While artists marrying artists has a certain logic, the history of art reveals many examples of artists prefering a caretaker. Almost the entire abstract expressionist movement of the 1940s and '50s, for instance, was supported by the wives of the major artists. Barnett Newman's wife, Anna Lee, for example, was a typing instructor; Mark Rothko's wife worked as a model, and Adolph Gottlieb's wife, Esther, taught school. In Europe, it was a tradition for artists to marry "working girls." Goethe married his housekeeper, as did Pierre Bonnard and Marc Chagall -- when his first wife left him, Chagall married his next housekeeper. This kind of marriage (and this kind of support for male artists in general) has largely disappeared with the advent of the women's liberation movement. "There have been a lot of bitter wives along the way," said Dore Ashton, critic and art historian and ex-wife of the late abstract expressionist Adja Yunkers.

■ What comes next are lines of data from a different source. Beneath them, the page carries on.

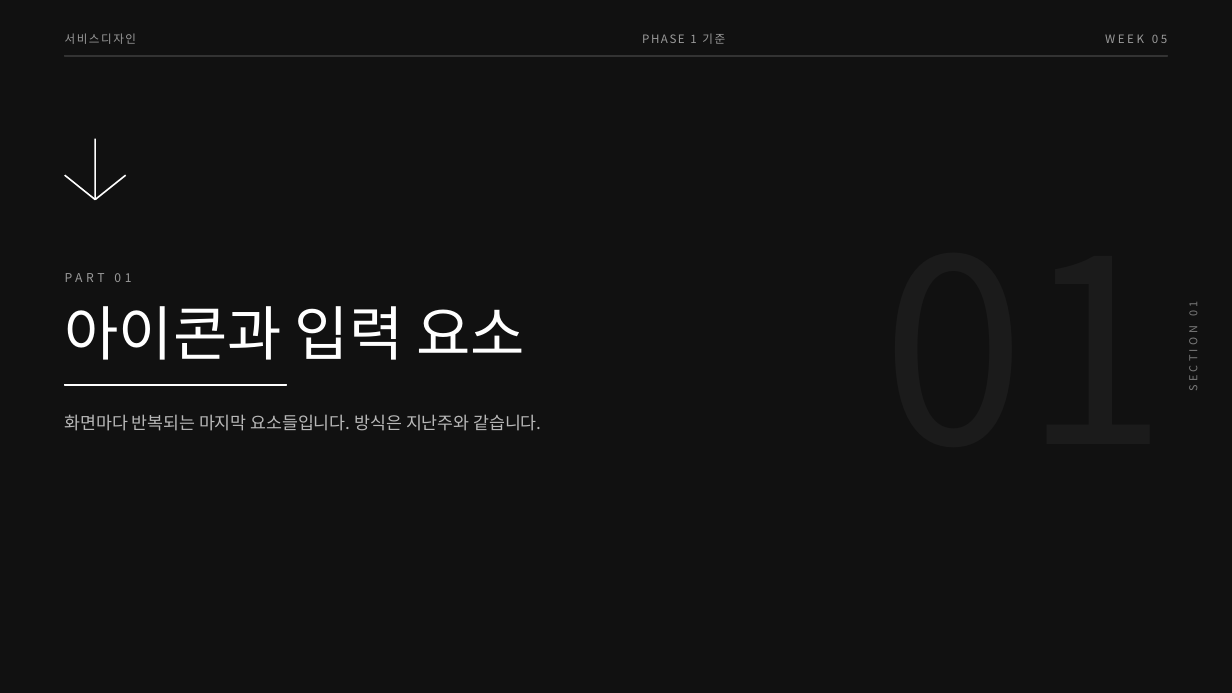
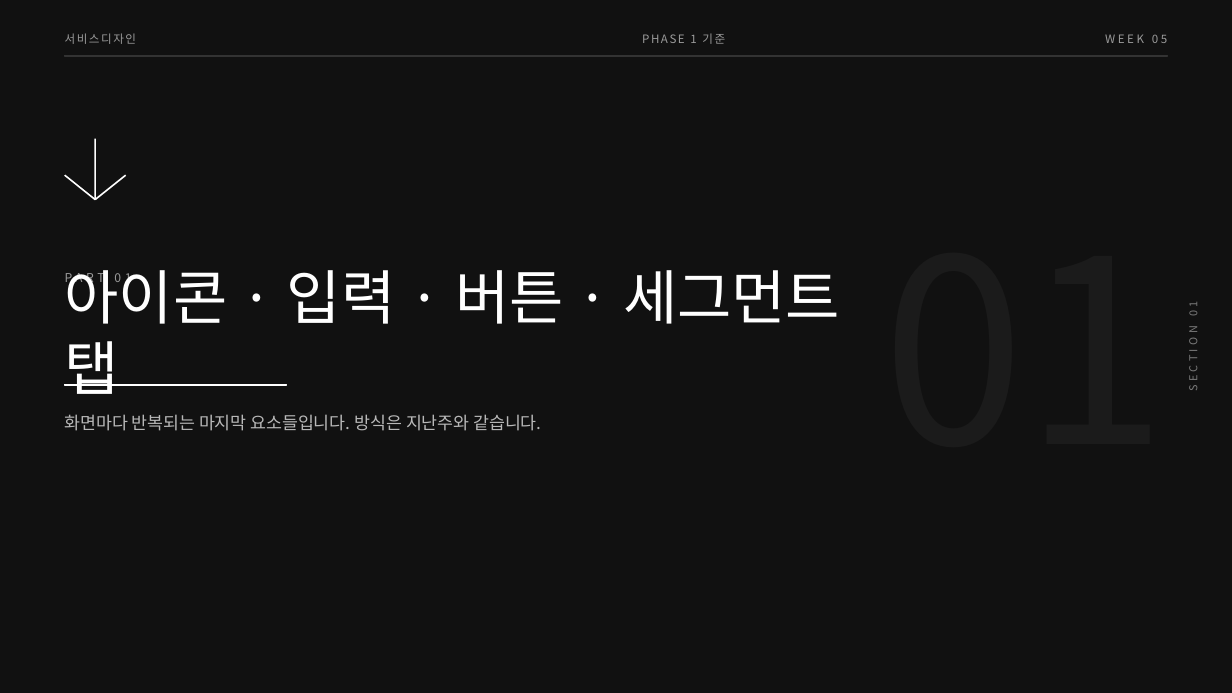
Before and after one commit to design-eng/MIN.D, a slide deck: slide 2 of dist/weeks-2학기/서비스디자인_2학기_05주차_화면넓히기.pptx. Drawn at 1232x693 pixels with LibreOffice and Linux fonts; fonts in the diff are those of the drawing. Boxes give left, top, right and bottom in pixels: in the first picture for what was removed or moved away, otherwise in the second. Text is boxed around its words. In the diff, an @@ line names an element or a change of style, - is before the commit and + after.

```diff
--- a/dist/weeks-2학기/서비스디자인_2학기_05주차_화면넓히기.pptx
+++ b/dist/weeks-2학기/서비스디자인_2학기_05주차_화면넓히기.pptx
@@ text at box(65, 270, 840, 394): text changed @@
-아이콘과 입력 요소
+아이콘 · 입력 · 버튼 · 세그먼트 탭
```
Also in this commit, not shown: 9 other slides changed, 2 slides added, 5 other files.

Marriage, of course, isn't a professional decision but a personal one. The success rate of marriages is not necessarily improved when artists marry critics or dealers and, in many respects, the marriages of artists are no different than those of everyone else. The marriage of Robert Rauschenberg and painter Susan Weil did not last very long, but the experience didn't keep her from marrying another artist, the sculptor Bernard Kirschenbaum. Some artists get along well enough both personally and professionally that they, like Claes Oldenburg and Coosjie van Bruggen, Arakawa and Madeline Gins or Edward and Nancy Reddin Kienholz, are able to collaborate on art projects. Others keep their marriage out of their careers as best they can and, in the worst case scenario of Carl Andre, an artist found himself on trial (later acquitted) for the murder of his artist spouse.

"I think it's hard to be an artist married to an artist. I think it's generally hard to be married and be an artist," painter Lois Dodd, who had once been married to sculptor William King, said. "When you're married, you have to think of another person, and art is a very selfish activity."